Data provided
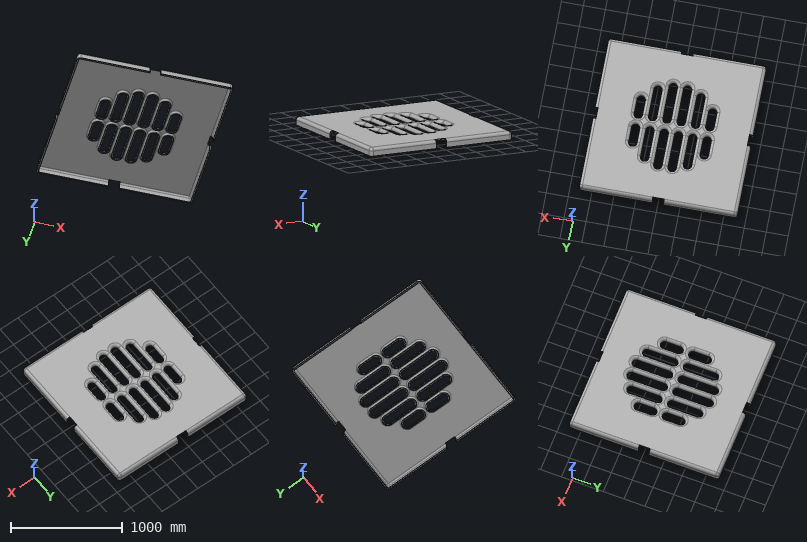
import cadquery as cq
import math

SIDE = 1440.0
HEIGHT = 80.0
THICKNESS = 15.0
BEND_RADIUS = 30.0
NOTCH_WIDTH = 100.0

SLOT_HALF_WIDTH = 35.0
ROLL_RADIUS = 30.0
LIP_DEPTH = 40.0
ROLLED_HALF_WIDTH = SLOT_HALF_WIDTH + ROLL_RADIUS
SLOT_PITCH = 2 * ROLLED_HALF_WIDTH
NEAR_CENTER_Y = ROLLED_HALF_WIDTH
FAR_CENTERS_Y = (375.0, 325.0, 205.0)

LIP_BOTTOM_Z = HEIGHT - LIP_DEPTH


def rounded_block(side, height, radius):
    """Square block standing on Z = 0 with rounded corners and a rounded top rim."""
    block = cq.Workplane("XY").box(side, side, height, centered=(True, True, False))
    block = block.edges("|Z").fillet(radius)
    return block.faces(">Z").edges().fillet(radius)


def make_tray():
    """Hollow tray, open at the bottom, with a constant wall thickness."""
    outside = rounded_block(SIDE, HEIGHT, BEND_RADIUS)
    inside = rounded_block(SIDE - 2 * THICKNESS, HEIGHT - THICKNESS, BEND_RADIUS - THICKNESS)
    return outside.cut(inside)


def cut_rim_notches(body):
    """Interrupt the rim at the middle of each side, as deep as the bend."""
    notch = cq.Workplane("XY").box(BEND_RADIUS, NOTCH_WIDTH, HEIGHT, centered=(True, True, False))
    notch = notch.translate(((SIDE - BEND_RADIUS) / 2, 0, 0))
    for angle in (0, 90, 180, 270):
        body = body.cut(notch.rotate((0, 0, 0), (0, 0, 1), angle))
    return body


def flare_profile(half_width, roll_radius, top_z):
    """Half section of a slot: straight wall, then a quarter arc opening out to the top."""
    arc_start_z = top_z - roll_radius
    diagonal = roll_radius * math.sqrt(0.5)
    arc_middle = (half_width + roll_radius - diagonal, arc_start_z + diagonal)
    return (
        cq.Workplane("XZ")
        .moveTo(0, LIP_BOTTOM_Z)
        .lineTo(half_width, LIP_BOTTOM_Z)
        .lineTo(half_width, arc_start_z)
        .threePointArc(arc_middle, (half_width + roll_radius, top_z))
        .lineTo(0, top_z)
        .close()
    )


def flared_slot(far_center_y, half_width, roll_radius, top_z):
    """Round-ended slot volume along Y on X = 0, flaring out towards top_z."""
    end = flare_profile(half_width, roll_radius, top_z).revolve(360, (0, 0, 0), (0, 1, 0))
    half = flare_profile(half_width, roll_radius, top_z).extrude(NEAR_CENTER_Y - far_center_y)
    middle = half.union(half.mirror("YZ")).translate((0, NEAR_CENTER_Y, 0))
    near_end = end.translate((0, NEAR_CENTER_Y, 0))
    far_end = end.translate((0, far_center_y, 0))
    return middle.union(near_end).union(far_end)


def slot_array(half_width, roll_radius, top_z):
    """All slot volumes of the grille, mirrored about both the X and Y axes."""
    slots = []
    for column, far_center_y in enumerate(FAR_CENTERS_Y):
        x = (column + 0.5) * SLOT_PITCH
        slot = flared_slot(far_center_y, half_width, roll_radius, top_z)
        for side in (-1, 1):
            upper = slot.translate((side * x, 0, 0))
            slots += [upper, upper.mirror("XZ")]
    return slots


def add_grille(body):
    """Add the rolled lips under the sheet, then open the slots through them."""
    lips = slot_array(SLOT_HALF_WIDTH + THICKNESS, ROLL_RADIUS - THICKNESS, HEIGHT - THICKNESS)
    openings = slot_array(SLOT_HALF_WIDTH, ROLL_RADIUS, HEIGHT)
    for lip in lips:
        body = body.union(lip, clean=False)
    for opening in openings:
        body = body.cut(opening, clean=False)
    return body


tray = cut_rim_notches(make_tray())
result = add_grille(tray)

Instructions for the task
Search the entries for the string "upper" and copy each line where it occurs.

Solved exercise
            upper = slot.translate((side * x, 0, 0))
            slots += [upper, upper.mirror("XZ")]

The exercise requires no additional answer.